I've sprayed with both conventional sprayers and now with an HVLP system. For spraying lacquer, I've always used a 1.5 tip and used a 2.0 tip when I was spraying paint.

As far as thinning the lacquer, it will tell you on the can that you can spray straight from the can, but I always liked to thin mine a little (about 10%), especially if the weather is cooler. You can purchase a viscosity cup and actually measure to get the recommended flow rate as specified by the manufacturer.

Make sure you have good ventilation when you are spraying

Make sure no flames

Make sure you have a good resperator ( one designed for spraying not for dust).
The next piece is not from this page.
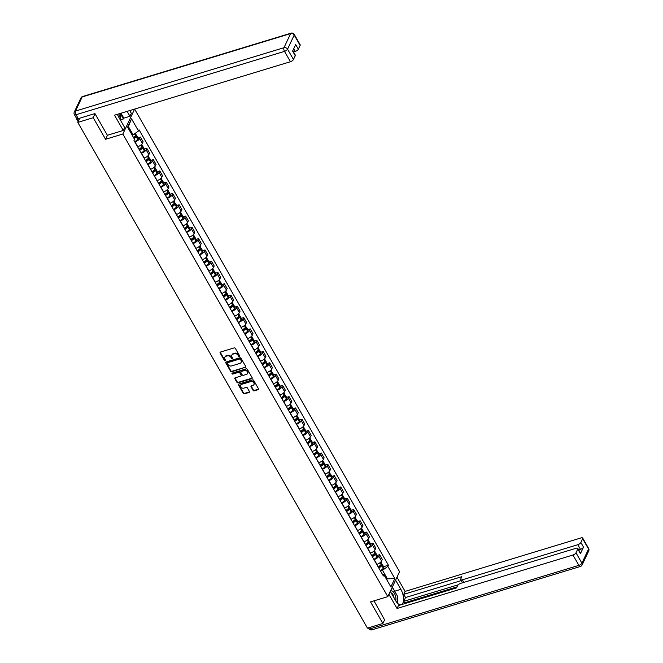 <?xml version="1.0" encoding="UTF-8"?>
<svg xmlns="http://www.w3.org/2000/svg" width="663" height="663" viewBox="0 0 663 663"><rect width="100%" height="100%" fill="white"/><g stroke="black" fill="none" stroke-linecap="round" stroke-linejoin="round"><path stroke-width="0.99" d="M239.426 356.578A0.622 0.497 -154.7 0 0 239.674 355.915L235.348 348.373A0.895 0.713 -154.7 0 0 234.18 347.893L220.489 352.053A0.895 0.713 -154.7 0 0 220.133 352.998L224.459 360.539A0.622 0.497 -154.7 0 0 225.519 360.216L224.964 359.238A2.859 2.271 -154.7 0 1 224.815 357.282A2.859 2.271 -154.7 0 1 226.1 356.23L227.235 355.882A2.859 2.271 -154.7 0 1 230.973 357.415L231.528 358.393A0.622 0.497 -154.7 0 0 232.597 358.061L232.033 357.092A2.859 2.271 -154.7 0 1 231.884 355.128A2.859 2.271 -154.7 0 1 233.169 354.075L234.312 353.727A2.859 2.271 -154.7 0 1 238.05 355.26L238.605 356.238A0.622 0.497 -154.7 0 0 239.426 356.578M232.025 354.887A2.859 2.271 -154.7 0 1 232.125 354.63A2.859 2.271 -154.7 0 1 233.409 353.578L234.545 353.23A2.859 2.271 -154.7 0 1 238.282 354.763L238.837 355.741A0.622 0.497 -154.7 0 0 239.724 356.048M220.273 352.161A0.895 0.713 -154.7 0 0 220.373 352.492L224.691 360.042A0.622 0.497 -154.7 0 0 225.577 360.349M224.948 357.042A2.859 2.271 -154.7 0 1 225.047 356.785A2.859 2.271 -154.7 0 1 226.332 355.724L227.475 355.385A2.859 2.271 -154.7 0 1 231.205 356.918L231.768 357.887A0.622 0.497 -154.7 0 0 232.655 358.202M253.109 390.374A0.895 0.713 -154.7 0 0 254.277 390.855L258.122 389.687A0.895 0.713 -154.7 0 0 258.471 388.742L253.672 380.363A0.895 0.713 -154.7 0 0 252.504 379.882L238.813 384.043A0.895 0.713 -154.7 0 0 238.456 384.988L243.255 393.366A0.895 0.713 -154.7 0 0 244.423 393.847L249.064 392.438A0.895 0.713 -154.7 0 0 249.421 391.493L247.365 387.913A0.895 0.713 -154.7 0 0 246.197 387.432L243.901 388.128A2.387 1.898 -154.7 0 1 241.291 387.482A2.387 1.898 -154.7 0 1 240.652 385.211A2.387 1.898 -154.7 0 1 241.722 384.333L250.738 381.59A2.387 1.898 -154.7 0 1 253.341 382.244A2.387 1.898 -154.7 0 1 253.987 384.507A2.387 1.898 -154.7 0 1 252.91 385.394L251.41 385.849A0.895 0.713 -154.7 0 0 251.053 386.786L253.109 390.374L253.341 389.877A0.895 0.713 -154.7 0 0 254.509 390.358L258.355 389.189A0.895 0.713 -154.7 0 0 258.57 389.073M95.074 113.796L93.226 117.707L105.574 139.271L122.854 134.017L387.805 596.642L370.526 601.896L382.874 623.46L367.451 628.151L77.803 122.398L79.792 118.18M93.226 117.707L77.803 122.398M245.467 367.6A0.895 0.713 -154.7 0 0 245.824 366.656L241.025 358.277A0.895 0.713 -154.7 0 0 239.857 357.796L226.166 361.957A0.895 0.713 -154.7 0 0 225.81 362.901L230.608 371.28A0.895 0.713 -154.7 0 0 231.777 371.761L245.708 367.103A0.895 0.713 -154.7 0 0 245.923 366.987M247.349 369.324L252.147 377.703A0.895 0.713 -154.7 0 1 251.791 378.639L238.1 382.808A0.895 0.713 -154.7 0 1 236.931 382.327L234.876 378.739A0.895 0.713 -154.7 0 1 235.232 377.794L240.785 376.112A0.895 0.713 -154.7 0 0 241.141 375.167L239.782 372.788A0.895 0.713 -154.7 0 0 238.614 372.308L232.829 374.065A0.622 0.497 -154.7 0 1 232.257 373.07L246.18 368.843A0.895 0.713 -154.7 0 1 247.349 369.324M127.114 111.359L129.948 116.29L131.332 113.348L129.733 110.564L134.614 109.088L399.565 571.713L387.805 596.642M382.874 623.46L384.722 619.549M76.419 118.147L76.402 118.188A1.823 0.729 -29.8 0 0 76.378 118.619A1.823 0.729 -29.8 0 0 77.165 118.785M137.572 146.763L137.755 146.705A4.185 1.674 -29.8 0 0 142.396 143.332L139.661 138.559A4.185 1.674 150.2 0 1 135.02 141.932L134.838 141.99M139.661 138.559L140.382 137.034L137.929 137.78M142.396 143.332L143.117 141.807L140.382 137.034M144.393 149.067L146.846 148.321L146.125 149.846A4.185 1.674 150.2 0 1 141.484 153.219L141.302 153.277M144.037 158.051L144.219 157.993A4.185 1.674 -29.8 0 0 148.86 154.62L149.581 153.095L146.846 148.321M150.857 160.355L153.31 159.609L152.589 161.134A4.185 1.674 150.2 0 1 147.948 164.507L147.766 164.557M150.501 169.338L150.683 169.28A4.185 1.674 -29.8 0 0 155.324 165.907L156.045 164.383L153.31 159.609M157.322 171.642L159.775 170.897L159.054 172.421A4.185 1.674 150.2 0 1 154.413 175.794L154.23 175.844M156.965 180.626L157.148 180.568A4.185 1.674 -29.8 0 0 161.789 177.195L162.51 175.67L159.775 170.897M163.786 182.93L166.239 182.184L165.518 183.701A4.185 1.674 150.2 0 1 160.877 187.082L160.695 187.132M163.429 191.914L163.612 191.856A4.185 1.674 -29.8 0 0 168.253 188.483L168.974 186.958L166.239 182.184M170.25 194.218L172.703 193.472L171.982 194.988A4.185 1.674 150.2 0 1 167.341 198.37L167.159 198.419M169.894 203.201L170.076 203.143A4.185 1.674 -29.8 0 0 174.717 199.77L175.438 198.245L172.703 193.472M176.714 205.505L179.167 204.759L178.446 206.276A4.185 1.674 150.2 0 1 173.805 209.657L173.623 209.707M176.358 214.489L176.54 214.431A4.185 1.674 -29.8 0 0 181.181 211.058L181.902 209.533L179.167 204.759M183.179 216.793L185.632 216.047L184.911 217.563A4.185 1.674 150.2 0 1 180.27 220.945L180.087 220.994M182.822 225.768L183.005 225.718A4.185 1.674 -29.8 0 0 187.646 222.345L188.367 220.82L185.632 216.047M189.643 228.08L192.096 227.334L191.375 228.851A4.185 1.674 150.2 0 1 186.734 232.232L186.552 232.282M189.286 237.056L189.469 237.006A4.185 1.674 -29.8 0 0 194.11 233.625L194.831 232.108L192.096 227.334M196.107 239.368L198.56 238.622L197.839 240.139A4.185 1.674 150.2 0 1 193.198 243.52L193.016 243.57M195.751 248.343L195.933 248.294A4.185 1.674 -29.8 0 0 200.574 244.912L201.295 243.396L198.56 238.622M202.571 250.655L205.024 249.91L204.303 251.426A4.185 1.674 150.2 0 1 199.662 254.807L199.48 254.857M202.215 259.631L202.397 259.581A4.185 1.674 -29.8 0 0 207.038 256.2L207.759 254.683L205.024 249.91M209.036 261.935L211.489 261.197L210.768 262.714A4.185 1.674 150.2 0 1 206.127 266.095L205.944 266.145M208.679 270.918L208.862 270.869A4.185 1.674 -29.8 0 0 213.503 267.487L214.224 265.971L211.489 261.197M215.5 273.222L217.953 272.485L217.232 274.001A4.185 1.674 150.2 0 1 212.591 277.383L212.409 277.432M215.144 282.206L215.326 282.156A4.185 1.674 -29.8 0 0 219.967 278.775L220.688 277.258L217.953 272.485M221.964 284.51L224.417 283.772L223.696 285.289A4.185 1.674 150.2 0 1 219.055 288.67L218.873 288.72M221.608 293.494L221.79 293.444A4.185 1.674 -29.8 0 0 226.431 290.062L227.152 288.546L224.417 283.772M228.428 295.797L230.881 295.052L230.16 296.576A4.185 1.674 150.2 0 1 225.519 299.949L225.337 300.007M228.072 304.781L228.254 304.731A4.185 1.674 -29.8 0 0 232.895 301.35L233.616 299.833L230.881 295.052M234.893 307.085L237.346 306.339L236.625 307.864A4.185 1.674 150.2 0 1 231.984 311.237L231.801 311.295M234.536 316.069L234.719 316.019A4.185 1.674 -29.8 0 0 239.36 312.638L240.081 311.121L237.346 306.339M241.357 318.373L243.81 317.627L243.089 319.152A4.185 1.674 150.2 0 1 238.448 322.525L238.266 322.583M241.001 327.356L241.183 327.307A4.185 1.674 -29.8 0 0 245.824 323.925L246.545 322.409L243.81 317.627M247.821 329.66L250.274 328.914L249.553 330.439A4.185 1.674 150.2 0 1 244.912 333.812L244.73 333.87M247.465 338.644L247.647 338.594A4.185 1.674 -29.8 0 0 252.288 335.213L253.009 333.696L250.274 328.914M254.285 340.948L256.738 340.202L256.017 341.727A4.185 1.674 150.2 0 1 251.376 345.1L251.194 345.158M253.929 349.931L254.111 349.882A4.185 1.674 -29.8 0 0 258.752 346.5L259.473 344.984L256.738 340.202M260.75 352.235L263.203 351.489L262.482 353.014A4.185 1.674 150.2 0 1 257.832 356.387L257.658 356.445M260.393 361.219L260.567 361.161A4.185 1.674 -29.8 0 0 265.217 357.788L265.938 356.263L263.203 351.489M267.214 363.523L269.667 362.777L268.946 364.302A4.185 1.674 150.2 0 1 264.297 367.675L264.123 367.733M266.858 372.507L267.032 372.449A4.185 1.674 -29.8 0 0 271.681 369.076L272.402 367.551L269.667 362.777M273.678 374.81L276.131 374.065L275.41 375.589A4.185 1.674 150.2 0 1 270.761 378.963L270.587 379.021M273.322 383.794L273.496 383.736A4.185 1.674 -29.8 0 0 278.145 380.363L278.866 378.838L276.131 374.065M280.142 386.098L282.595 385.352L281.874 386.877A4.185 1.674 150.2 0 1 277.225 390.25L277.051 390.308M279.786 395.082L279.96 395.024A4.185 1.674 -29.8 0 0 284.609 391.651L285.33 390.126L282.595 385.352M286.607 397.386L289.06 396.64L288.339 398.165A4.185 1.674 150.2 0 1 283.689 401.538L283.515 401.596M286.25 406.369L286.424 406.311A4.185 1.674 -29.8 0 0 291.074 402.938L291.795 401.413L289.06 396.64M293.071 408.673L295.524 407.927L294.803 409.452A4.185 1.674 150.2 0 1 290.154 412.825L289.98 412.875M292.714 417.657L292.889 417.599A4.185 1.674 -29.8 0 0 297.538 414.226L298.259 412.701L295.524 407.927M299.535 419.961L301.988 419.215L301.267 420.732A4.185 1.674 150.2 0 1 296.618 424.113L296.444 424.163M299.179 428.944L299.353 428.886A4.185 1.674 -29.8 0 0 304.002 425.513L304.723 423.988L301.988 419.215M305.999 431.248L308.452 430.502L307.731 432.019A4.185 1.674 150.2 0 1 303.082 435.4L302.908 435.45M305.643 440.232L305.817 440.174A4.185 1.674 -29.8 0 0 310.466 436.801L311.187 435.276L308.452 430.502M312.464 442.536L314.917 441.79L314.196 443.307A4.185 1.674 150.2 0 1 309.546 446.688L309.372 446.738M312.107 451.52L312.281 451.462A4.185 1.674 -29.8 0 0 316.931 448.089L317.652 446.564L314.917 441.79M318.928 453.824L321.381 453.078L320.66 454.594A4.185 1.674 150.2 0 1 316.011 457.976L315.837 458.025M318.571 462.799L318.746 462.749A4.185 1.674 -29.8 0 0 323.395 459.376L324.116 457.851L321.381 453.078M325.392 465.111L327.845 464.365L327.124 465.882A4.185 1.674 150.2 0 1 322.475 469.263L322.301 469.313M325.036 474.086L325.21 474.037A4.185 1.674 -29.8 0 0 329.859 470.664L330.58 469.139L327.845 464.365M331.856 476.399L334.309 475.653L333.588 477.169A4.185 1.674 150.2 0 1 328.939 480.551L328.765 480.6M331.5 485.374L331.674 485.324A4.185 1.674 -29.8 0 0 336.323 481.943L337.044 480.426L334.309 475.653M338.321 487.686L340.774 486.94L340.053 488.457A4.185 1.674 150.2 0 1 335.403 491.838L335.229 491.888M337.964 496.662L338.138 496.612A4.185 1.674 -29.8 0 0 342.788 493.231L343.509 491.714L340.774 486.94M344.785 498.974L347.238 498.228L346.517 499.745A4.185 1.674 150.2 0 1 341.868 503.126L341.694 503.176M344.428 507.949L344.603 507.899A4.185 1.674 -29.8 0 0 349.252 504.518L349.973 503.002L347.238 498.228M351.249 510.253L353.702 509.515L352.981 511.032A4.185 1.674 150.2 0 1 348.332 514.413L348.158 514.463M350.893 519.237L351.067 519.187A4.185 1.674 -29.8 0 0 355.716 515.806L356.437 514.289L353.702 509.515M357.713 521.541L360.166 520.803L359.445 522.32A4.185 1.674 150.2 0 1 354.796 525.701L354.622 525.751M357.357 530.524L357.531 530.475A4.185 1.674 -29.8 0 0 362.18 527.093L362.901 525.577L360.166 520.803M364.178 532.828L366.631 532.091L365.91 533.607A4.185 1.674 150.2 0 1 361.26 536.989L361.086 537.038M363.821 541.812L363.995 541.762A4.185 1.674 -29.8 0 0 368.645 538.381L369.366 536.864L366.631 532.091M370.642 544.116L373.095 543.37L372.374 544.895A4.185 1.674 150.2 0 1 367.725 548.268L367.551 548.326M370.286 553.099L370.46 553.05A4.185 1.674 -29.8 0 0 375.109 549.668L375.83 548.152L373.095 543.37M377.106 555.403L379.559 554.658L378.838 556.182A4.185 1.674 150.2 0 1 374.189 559.555L374.015 559.613M376.75 564.387L376.924 564.337A4.185 1.674 -29.8 0 0 381.573 560.956L382.294 559.439L379.559 554.658M132.152 135.161L133.147 134.854L128.382 126.534L127.851 127.652M386.753 579.719L387.283 578.6L382.518 570.279L387.872 566.393L394.833 578.542L390.88 586.921L383.918 574.763L383.363 575.94L134.001 140.515L134.548 139.338L127.586 127.188L131.539 118.81L138.501 130.967L133.147 134.854M387.872 566.393L388.427 565.216L139.056 129.791L138.501 130.967M122.854 134.017L134.614 109.088M105.574 139.271L107.464 135.252M386.289 578.907L394.833 578.542M382.518 570.279L380.479 570.901M383.57 566.691L388.427 565.216M383.918 574.763L382.219 573.943M131.539 118.81L128.382 126.534M225.942 362.073A0.895 0.713 -154.7 0 0 226.042 362.404L230.848 370.783A0.895 0.713 -154.7 0 0 232.009 371.263L245.708 367.103M240.404 359.379A0.622 0.497 -154.7 0 0 239.592 359.048L227.566 362.702A0.622 0.497 -154.7 0 0 227.326 363.357L227.915 364.385A2.859 2.271 -154.7 0 0 231.644 365.918L239.865 363.423A2.859 2.271 -154.7 0 0 241.15 362.371A2.859 2.271 -154.7 0 0 240.992 360.415L240.644 358.882A0.622 0.497 -154.7 0 0 239.824 358.55L239.592 359.048M227.5 362.727A0.622 0.497 -154.7 0 1 227.807 362.197L239.824 358.55M241.241 362.114A2.859 2.271 -154.7 0 0 241.382 361.874A2.859 2.271 -154.7 0 0 241.233 359.91L240.992 360.415M240.644 358.882L241.233 359.91M235.017 377.91A0.895 0.713 -154.7 0 0 235.116 378.241L237.172 381.83A0.895 0.713 -154.7 0 0 238.34 382.302L252.031 378.142A0.895 0.713 -154.7 0 0 252.247 378.034M241.241 375.498A0.895 0.713 -154.7 0 0 241.373 374.67L240.014 372.291A0.895 0.713 -154.7 0 0 238.846 371.81L232.829 374.065M232.191 373.095A0.622 0.497 -154.7 0 0 233.061 373.567M246.553 374.355A2.387 1.898 -154.7 0 0 247.622 373.476A2.387 1.898 -154.7 0 0 246.984 371.205A2.387 1.898 -154.7 0 0 244.374 370.559L241.199 371.52A0.895 0.713 -154.7 0 0 240.843 372.465L242.202 374.844A0.895 0.713 -154.7 0 0 243.371 375.324L246.553 374.355M247.713 373.219A2.387 1.898 -154.7 0 0 247.854 372.979A2.387 1.898 -154.7 0 0 247.216 370.708A2.387 1.898 -154.7 0 0 244.606 370.062L244.374 370.559M240.976 371.636A0.895 0.713 -154.7 0 1 241.431 371.023L244.606 370.062M251.186 385.957A0.895 0.713 -154.7 0 0 251.294 386.289L253.341 389.877M254.078 384.25A2.387 1.898 -154.7 0 0 254.219 384.01A2.387 1.898 -154.7 0 0 253.581 381.739A2.387 1.898 -154.7 0 0 250.97 381.092L250.738 381.59M240.793 384.971A2.387 1.898 -154.7 0 1 240.884 384.714A2.387 1.898 -154.7 0 1 241.954 383.836L250.97 381.092M238.597 384.159A0.895 0.713 -154.7 0 0 238.697 384.49L243.495 392.869A0.895 0.713 -154.7 0 0 244.664 393.35L249.305 391.941A0.895 0.713 -154.7 0 0 249.52 391.825M134.995 136.081A1.111 0.448 150.2 0 1 135.633 136.155A1.111 0.448 150.2 0 1 135.443 136.661L135.376 136.744A5.735 2.296 150.2 0 1 133.835 138.103M134.083 138.526A6.912 2.768 -29.8 0 0 136.197 136.694L136.271 136.611A2.296 0.92 -29.8 0 0 136.661 135.567A2.296 0.92 -29.8 0 0 135.708 135.343M134.705 141.749A6.912 2.768 -29.8 0 0 137.713 139.338L137.788 139.255A2.296 0.92 -29.8 0 0 138.177 138.202L136.661 135.567M135.343 133.263L135.998 134.407A2.296 0.92 150.2 0 1 135.608 135.459L135.534 135.534A6.912 2.768 150.2 0 1 133.42 137.365M117.409 114.309A10.235 4.658 73.1 0 0 118.768 117.235L124.652 127.511L123.268 130.454L114.525 115.188L290.444 61.717L284.518 51.366L76.046 114.732L78.284 118.644L94.95 113.572L107.381 135.285L123.268 130.454M120.683 120.583L121.122 119.655L123.442 118.95L123.824 118.155L129.948 116.29M293.51 51.938L295.308 51.391L293.75 48.672M300.124 45.399L294.198 35.056A2.727 1.094 -29.8 0 0 294.248 34.401L300.173 44.752A2.727 1.094 150.2 0 1 300.124 45.399L298.342 49.195A2.727 1.094 150.2 0 1 295.308 51.391M292.797 50.695L295.3 55.07A2.727 1.094 150.2 0 1 295.259 55.725L293.469 59.513A2.727 1.094 150.2 0 1 290.444 61.717M298.342 49.195L295.69 44.562L292.607 51.092L295.259 55.725M78.284 118.644A2.727 1.094 150.2 0 1 76.626 118.503L74.389 114.591A2.727 1.094 -29.8 0 0 76.046 114.732A2.727 1.243 -106.9 0 1 75.507 111.069L283.979 47.703L290.634 33.589L82.162 96.955L75.507 111.069A2.727 2.171 25.3 0 0 74.281 112.072A2.727 2.727 0 0 0 74.389 114.591M120.998 113.216L123.824 118.155M123.442 118.95L120.509 113.821M121.122 119.655L120.533 118.627M395.596 580.142L400.858 589.341A10.235 4.658 73.1 0 1 401.521 604.615M390.3 591.355L395.571 600.562A10.235 4.658 73.1 0 0 400.85 604.813M388.916 594.297L397.046 608.493L398.43 605.551L456.55 587.882L457.661 585.545A2.727 1.094 -29.8 0 1 460.686 583.341L576.155 548.243A2.727 1.094 -29.8 0 1 577.821 548.384L580.473 553.008A2.727 1.094 150.2 0 1 580.432 553.663L583.515 547.132A2.727 1.094 150.2 0 1 580.481 549.329L578.683 549.876M457.039 586.854L404.563 602.808L404.074 603.836M404.563 602.808L403.734 601.358L405.541 597.52L403.717 594.338L405.11 591.396L581.028 537.917A2.727 1.094 -29.8 0 1 582.686 538.058A2.727 1.094 -29.8 0 1 582.644 538.712L580.863 542.5L583.515 547.132M396.98 577.2L405.11 591.396M397.046 608.493L572.956 555.022A2.727 1.094 -29.8 0 0 575.99 552.818L577.78 549.03A2.727 1.094 -29.8 0 0 577.821 548.384M580.481 549.329L577.829 544.704L462.36 579.802A2.727 1.094 -29.8 0 1 460.694 579.661A2.727 1.094 -29.8 0 1 460.735 579.014L461.846 576.669L403.717 594.338M577.829 544.704A2.727 1.094 -29.8 0 0 580.863 542.5M384.581 619.847L374.007 600.844M458.224 584.791L403.734 601.358M461.233 580.589L405.541 597.52M392.347 587.02L394.742 591.205L400.858 589.341M397.336 602.882A10.235 4.658 73.1 0 0 397.319 599.029M395.471 592.614A10.235 4.658 73.1 0 0 394.742 591.205M120.509 113.365L120.533 120.326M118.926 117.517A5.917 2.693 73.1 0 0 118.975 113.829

You will probably want to build yourself some sort of spray booth (helps control overspray and ventilation).

Personally, I like their Satin 35 for most of my finishes, but for some of my furniture pieces I like to use the dull rub 15 sheen ( it really gives a hand rubbed look to the finish).

Feel free to ask any questions.


----------



## Maggiepic (Aug 26, 2010)

I do the same as huff. I use a 1.3 or 1.5 In my CAT compliant gravity feed. I thin with a medium dry lacquer thinner. I use the Magna-Lac, the only thing available in my area.


----------



## AandCstyle (Mar 21, 2012)

Explosion proof lighting and exhaust fan would be at the top of my list in addition to the respirator already mentioned.


----------



## RussellAP (Feb 21, 2012)

I don't mean to spoil your fun if you really want to use that sprayer by all means do, but take the work outside and use a respirator. Also you might consider Krylon in a can, much easier, not very expensive and does an excellent job for this type of application. 
Save the sprayer for water base applications.


----------



## Airspeed (Mar 11, 2013)

I spray everything, I forgot how to use a paintbrush. I installed a simple box fan in the exterior wall of my basement shop with a door that opens. I use a Sharpe Finex gun, it's a middle of the road gun but the best I've owned. The most important tool you will need is a compressor with the most cfm you can get, massive pressure isn't important, I use only 20 psi at my gun. I use a gun mounted regulator, not a air control but an actual regulator. I usually use acetone with lacquer unless I want a really glossy finish, it hardens up very fast with acetone.


----------



## Illinoiswoodworker (Mar 24, 2013)

Thanks for the responses…..
I just heard back from ML Campbell, they recommend a 1.4 to 1.6 for MagnaMax. So I should be good to go with my 1.6. I'm usually not that lucky. I will try to spray this weekend. I will pick up some supplies and then practice on some 2×4s that I have laying around.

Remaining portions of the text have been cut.